The first error I find is in the column of precipitation, since all observations are 0 in January and an average of 3.74 is obtained for this particular month.
当Excel中的平均值与上面的结果进行比较时,会有很大的差异.例如,Febrero的HR平均值是
When averages in Excel and compare them with the results above, there is significant variation. For Example, the mean of HR for Febrero is
mean HR using pandas=68.66
mean HR using excel=67
我发现的另一个细节:
data['PreciAcu']['2011-01'].count()
29 and should be 31
我做错什么了吗? 我该如何解决该错误?
Am I doing something wrong? How I can fix this error?
附件csv文件:
[link] https://www.dropbox.com/s/p5hl137bqm82j41/anual .csv
推荐答案
您的日期列被误解,因为它采用DD/MM/YYYY格式.改为设置dayfirst=True
:
Your date column is being misinterpreted, because it's in DD/MM/YYYY format. Set dayfirst=True
instead:
>>> df = pd.read_csv('anual.csv', parse_dates='Fecha', dayfirst=True, index_col=0, sep="\s+")

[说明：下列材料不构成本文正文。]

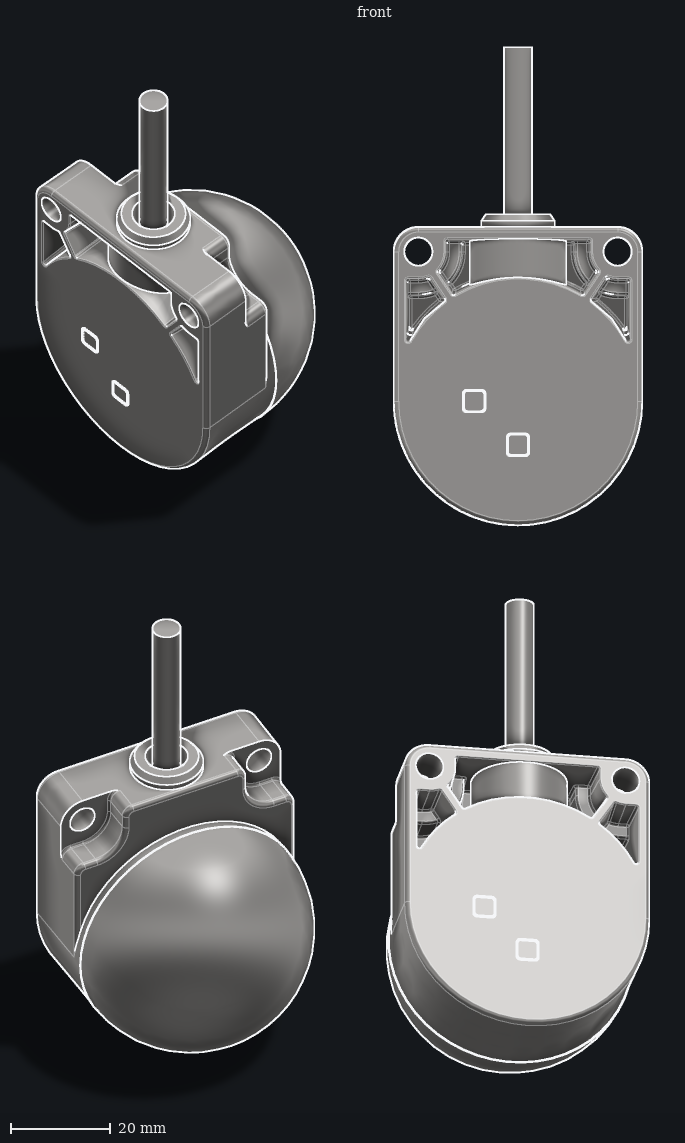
import cadquery as cq
import math

dome_radius = 25.0
dome_base_y = 19.6

block_depth = 17.6
block_top_z = 35.0
block_corner_radius = 5.0
block_draft = 0.5
block_edge_fillet = 1.0

screw_x = 20.0
screw_z = 30.0
screw_hole_diameter = 5.6

screw_seat_y = 11.1
screw_seat_reach = 6.1
screw_seat_floor_fillet = 0.5
screw_seat_flare_radius = 2.1

pocket_depth = 15.0
pocket_draft = 3.0
pocket_wall = 2.4
pocket_disc_radius = 24.8
pocket_inner_fillet = 0.5
pocket_rim_fillet = 0.25
screw_post_radius = 5.3
rib_half_width = 0.8
shelf_depth = 9.0
shelf_reach = 8.6

gland_y = 9.3
gland_radius = 7.4
gland_rise = 2.55
gland_sink = 8.0
gland_chamfer_height = 1.4
gland_chamfer_width = 0.95
gland_mouth_radius = 4.3
gland_mouth_depth = 2.5

gland_boss_y = 10.1
gland_boss_radius = 9.7

cable_radius = 2.85
cable_top_z = 71.04

window_offset = 8.8
window_size = 4.6
window_corner_radius = 0.9
window_plate_thickness = 0.3
window_rim_gap = 0.3
window_rim_gap_depth = 0.2
window_stem_radius = 1.0
window_stem_depth = 2.0

clearance = 10.0
selection_margin = 0.1

screw_radial_distance = math.hypot(screw_x, screw_z)
pocket_side_x = dome_radius - pocket_wall
pocket_top_z = block_top_z - pocket_wall
gland_bottom_z = block_top_z - gland_sink
gland_top_z = block_top_z + gland_rise


def back_plane(y=0.0):
    """Workplane parallel to the back face, local axes X and Z; negative extrusions go toward +Y."""
    return cq.Workplane("XZ", origin=(0, y, 0))


def both_sides(shape):
    return [shape, shape.mirror("YZ")]


def on_circle(radius, degrees, center=(0.0, 0.0)):
    angle = math.radians(degrees)
    return (center[0] + radius * math.cos(angle), center[1] + radius * math.sin(angle))


def edges_between(y_low, y_high, z_low=-dome_radius, z_high=block_top_z + clearance):
    """Selector for the edges centered between two depths and, if given, two heights."""
    reach = dome_radius + clearance
    return cq.selectors.BoxSelector((-reach, y_low, z_low), (reach, y_high, z_high))


def make_screw_seat():
    """Open corner recess around a screw hole: two flat walls joined by a round corner."""
    wall_x = screw_x - screw_seat_reach
    wall_z = screw_z - screw_seat_reach
    outer_x = dome_radius + clearance
    outer_z = block_top_z + clearance
    return (
        back_plane(screw_seat_y)
        .moveTo(wall_x, outer_z)
        .lineTo(wall_x, screw_z)
        .threePointArc(on_circle(screw_seat_reach, 225, (screw_x, screw_z)), (screw_x, wall_z))
        .lineTo(outer_x, wall_z)
        .lineTo(outer_x, outer_z)
        .close()
        .extrude(-block_depth)
    )


def flare_seat_mouths(block):
    """Round the upright edges where the seat walls run out through the top and the sides."""
    wall_x = screw_x - screw_seat_reach
    wall_z = screw_z - screw_seat_reach
    for mouth_x, mouth_z in [(wall_x, block_top_z), (dome_radius, wall_z)]:
        for x in (-mouth_x, mouth_x):
            mouth = cq.selectors.BoxSelector(
                (x - 0.5, screw_seat_y + selection_margin, mouth_z - 0.5),
                (x + 0.5, block_depth - selection_margin, mouth_z + 0.5),
            )
            block = block.edges(mouth).fillet(screw_seat_flare_radius)
    return block


def make_upper_block():
    """Drafted block above the dome axis, with rounded corners, screw seats and a rounded front rim."""
    corner_x = dome_radius - block_corner_radius
    corner_z = block_top_z - block_corner_radius
    block = (
        back_plane()
        .moveTo(-dome_radius, 0)
        .threePointArc((0, -dome_radius), (dome_radius, 0))
        .lineTo(dome_radius, corner_z)
        .threePointArc(on_circle(block_corner_radius, 45, (corner_x, corner_z)), (corner_x, block_top_z))
        .lineTo(-corner_x, block_top_z)
        .threePointArc(on_circle(block_corner_radius, 135, (-corner_x, corner_z)), (-dome_radius, corner_z))
        .close()
        .extrude(-block_depth, taper=block_draft)
    )
    lower_half = cq.Workplane("XY").rect(4 * dome_radius, 4 * dome_radius).extrude(-2 * dome_radius)
    block = block.cut(lower_half)
    for seat in both_sides(make_screw_seat()):
        block = block.cut(seat)
    front_rim = edges_between(
        block_depth - selection_margin, block_depth + selection_margin, z_low=selection_margin
    )
    block = flare_seat_mouths(block).edges(front_rim).fillet(block_edge_fillet)
    corner_x, corner_z = on_circle(screw_seat_reach, 225, (screw_x, screw_z))
    for x in (-corner_x, corner_x):
        floor_corner = cq.selectors.BoxSelector(
            (x - 1, screw_seat_y - selection_margin, corner_z - 1),
            (x + 1, screw_seat_y + selection_margin, corner_z + 1),
        )
        block = block.edges(floor_corner).fillet(screw_seat_floor_fillet)
    return block


def rib_edge_point(along, side):
    """Point on an edge of the rib that runs from the dome axis toward the screw (side is +1 or -1)."""
    unit_x = screw_x / screw_radial_distance
    unit_z = screw_z / screw_radial_distance
    across = side * rib_half_width
    return (along * unit_x - across * unit_z, along * unit_z + across * unit_x)


def rib_ends(side):
    """Where one rib edge meets the screw post and the disc."""
    post_along = screw_radial_distance - math.sqrt(screw_post_radius**2 - rib_half_width**2)
    disc_along = math.sqrt(pocket_disc_radius**2 - rib_half_width**2)
    return rib_edge_point(post_along, side), rib_edge_point(disc_along, side)


def make_shelf():
    """Raised floor that backs a screw seat where the pockets pass it."""
    outer_x = screw_x + clearance
    outer_z = screw_z + clearance
    return (
        back_plane(shelf_depth)
        .moveTo(screw_x - shelf_reach, outer_z)
        .lineTo(screw_x - shelf_reach, screw_z)
        .threePointArc(on_circle(shelf_reach, 225, (screw_x, screw_z)), (screw_x, screw_z - shelf_reach))
        .lineTo(outer_x, screw_z - shelf_reach)
        .lineTo(outer_x, outer_z)
        .close()
        .extrude(-pocket_depth, taper=-pocket_draft)
    )


def round_pocket(pocket):
    """Round every edge of a pocket below its mouth."""
    return pocket.edges(edges_between(selection_margin / 10, block_depth)).fillet(pocket_inner_fillet)


def make_upper_pocket():
    """Pocket between the two ribs, with the upright gland boss left standing in it."""
    post_side_x = screw_x - screw_post_radius
    post_mid = on_circle(screw_post_radius, 205, (screw_x, screw_z))
    rib_post, rib_disc = rib_ends(1)
    pocket = (
        back_plane()
        .moveTo(-post_side_x, pocket_top_z)
        .lineTo(post_side_x, pocket_top_z)
        .lineTo(post_side_x, screw_z)
        .threePointArc(post_mid, rib_post)
        .lineTo(*rib_disc)
        .threePointArc((0, pocket_disc_radius), (-rib_disc[0], rib_disc[1]))
        .lineTo(-rib_post[0], rib_post[1])
        .threePointArc((-post_mid[0], post_mid[1]), (-post_side_x, screw_z))
        .close()
        .extrude(-pocket_depth, taper=pocket_draft)
    )
    for shelf in both_sides(make_shelf()):
        pocket = pocket.cut(shelf)
    boss = (
        cq.Workplane("XY", origin=(0, gland_boss_y, 0)).circle(gland_boss_radius).extrude(block_top_z)
    )
    return round_pocket(pocket).cut(boss)


def make_lower_pocket():
    """Three-cornered pocket between a rib, the side wall and the disc."""
    post_bottom_z = screw_z - screw_post_radius
    rib_post, rib_disc = rib_ends(-1)
    tip_angle = math.degrees(math.acos(pocket_side_x / pocket_disc_radius))
    rib_angle = math.degrees(math.atan2(rib_disc[1], rib_disc[0]))
    disc_mid = on_circle(pocket_disc_radius, (tip_angle + rib_angle) / 2)
    pocket = (
        back_plane()
        .moveTo(pocket_side_x, post_bottom_z)
        .lineTo(screw_x, post_bottom_z)
        .threePointArc(on_circle(screw_post_radius, 255, (screw_x, screw_z)), rib_post)
        .lineTo(*rib_disc)
        .threePointArc(disc_mid, on_circle(pocket_disc_radius, tip_angle))
        .close()
        .extrude(-pocket_depth, taper=pocket_draft)
    )
    return round_pocket(pocket.cut(make_shelf()))


def make_rounded_square(x, z, size, corner_radius, depth):
    return (
        back_plane().center(x, z).rect(size, size).extrude(-depth).edges("|Y").fillet(corner_radius)
    )


def make_window_space(x, z):
    """Hole in the housing for a window: a shallow square seat with a round stem hole behind it."""
    plate = make_rounded_square(x, z, window_size, window_corner_radius, window_plate_thickness)
    stem = back_plane().center(x, z).circle(window_stem_radius).extrude(-window_stem_depth)
    return plate.union(stem)


def make_window(x, z):
    """Window that fills its hole except for a narrow groove around its face."""
    outer = make_rounded_square(x, z, window_size, window_corner_radius, window_rim_gap_depth)
    inner = make_rounded_square(
        x, z, window_size - 2 * window_rim_gap, window_corner_radius - window_rim_gap, window_rim_gap_depth
    )
    return make_window_space(x, z).cut(outer.cut(inner))


window_centers = [(-window_offset, 0), (0, -window_offset)]
windows = [make_window(x, z) for x, z in window_centers]


def make_gland_bore():
    return (
        cq.Workplane("XY", origin=(0, gland_y, gland_bottom_z))
        .circle(gland_radius).extrude(gland_sink + clearance)
    )


def make_housing():
    disc = back_plane().circle(dome_radius).extrude(-dome_base_y, taper=block_draft)
    housing = make_upper_block().union(disc)
    housing = housing.faces("<Y").edges().fillet(block_edge_fillet)
    housing = housing.cut(make_upper_pocket())
    for pocket in both_sides(make_lower_pocket()):
        housing = housing.cut(pocket)
    pocket_rims = cq.selectors.BoxSelector(
        (-pocket_side_x - selection_margin, -selection_margin, selection_margin),
        (pocket_side_x + selection_margin, selection_margin, pocket_top_z + selection_margin),
    )
    housing = housing.edges(pocket_rims).fillet(pocket_rim_fillet)
    screw_holes = (
        back_plane().pushPoints([(-screw_x, screw_z), (screw_x, screw_z)])
        .circle(screw_hole_diameter / 2).extrude(-block_depth)
    )
    housing = housing.cut(screw_holes).cut(make_gland_bore())
    for x, z in window_centers:
        housing = housing.cut(make_window_space(x, z))
    return housing


housing = make_housing()

dome_half_space = back_plane(dome_base_y).rect(4 * dome_radius, 4 * dome_radius).extrude(-2 * dome_radius)
dome = cq.Workplane("XZ", origin=(0, dome_base_y, 0)).sphere(dome_radius).intersect(dome_half_space)

gland = (
    cq.Workplane("XZ", origin=(0, gland_y, 0))
    .moveTo(cable_radius, gland_bottom_z)
    .lineTo(gland_radius, gland_bottom_z)
    .lineTo(gland_radius, gland_top_z - gland_chamfer_height)
    .lineTo(gland_radius - gland_chamfer_width, gland_top_z)
    .lineTo(gland_mouth_radius, gland_top_z)
    .lineTo(cable_radius, gland_top_z - gland_mouth_depth)
    .close()
    .revolve(360, (0, 0, 0), (0, 1, 0))
)

cable = (
    cq.Workplane("XY", origin=(0, gland_y, gland_bottom_z))
    .circle(cable_radius).extrude(cable_top_z - gland_bottom_z)
)

result = cq.Compound.makeCompound(
    [housing.val(), dome.val(), gland.val(), cable.val(), *[window.val() for window in windows]]
)

>>> df['PreciAcu']['2011-01'].count()
31
>>> df.resample("M").mean()
HR PreciAcu RadSolar T Presion Tmax \
Fecha
2011-01-31 68.774194 0.000000 162.354839 16.535484 0 25.393548
2011-02-28 67.000000 0.000000 193.481481 15.418519 0 25.696296
2011-03-31 59.083333 0.850000 254.541667 21.295833 0 32.325000
2011-04-30 61.200000 1.312000 260.640000 24.676000 0 34.760000
2011-05-31 NaN NaN NaN NaN NaN NaN
2011-06-30 68.428571 8.576190 236.619048 25.009524 0 32.028571
2011-07-31 81.518519 11.488889 185.407407 22.429630 0 27.681481
2011-08-31 76.451613 0.677419 219.645161 23.677419 0 30.719355
2011-09-30 77.533333 2.883333 196.100000 21.573333 0 28.723333
2011-10-31 73.120000 1.260000 196.280000 19.552000 0 27.636000
2011-11-30 71.277778 -79.333333 148.555556 18.250000 0 26.511111
2011-12-31 73.741935 0.067742 134.677419 15.687097 0 24.019355
HRmax Presionmax Tmin
Fecha
2011-01-31 92.709677 0 10.909677
2011-02-28 92.111111 0 8.325926
2011-03-31 89.291667 0 13.037500
2011-04-30 89.400000 0 17.328000
2011-05-31 NaN NaN NaN
2011-06-30 92.095238 0 19.761905
2011-07-31 97.185185 0 18.774074
2011-08-31 96.903226 0 18.670968
2011-09-30 97.200000 0 16.373333
2011-10-31 97.000000 0 13.412000
2011-11-30 94.555556 0 11.877778
2011-12-31 94.161290 0 10.070968
[12 rows x 9 columns]
(不过,请注意-我忘了这一点-dayfirst=True
并不严格,请参见
(Note, though - I'd forgotten this -- that dayfirst=True
isn't strict, see here. Maybe using date_parser
would be safer.)
这篇关于如何使用groupby获得大 pandas 的每月均值的文章就介绍到这了,希望我们推荐的答案对大家有所帮助,也希望大家多多支持IT屋!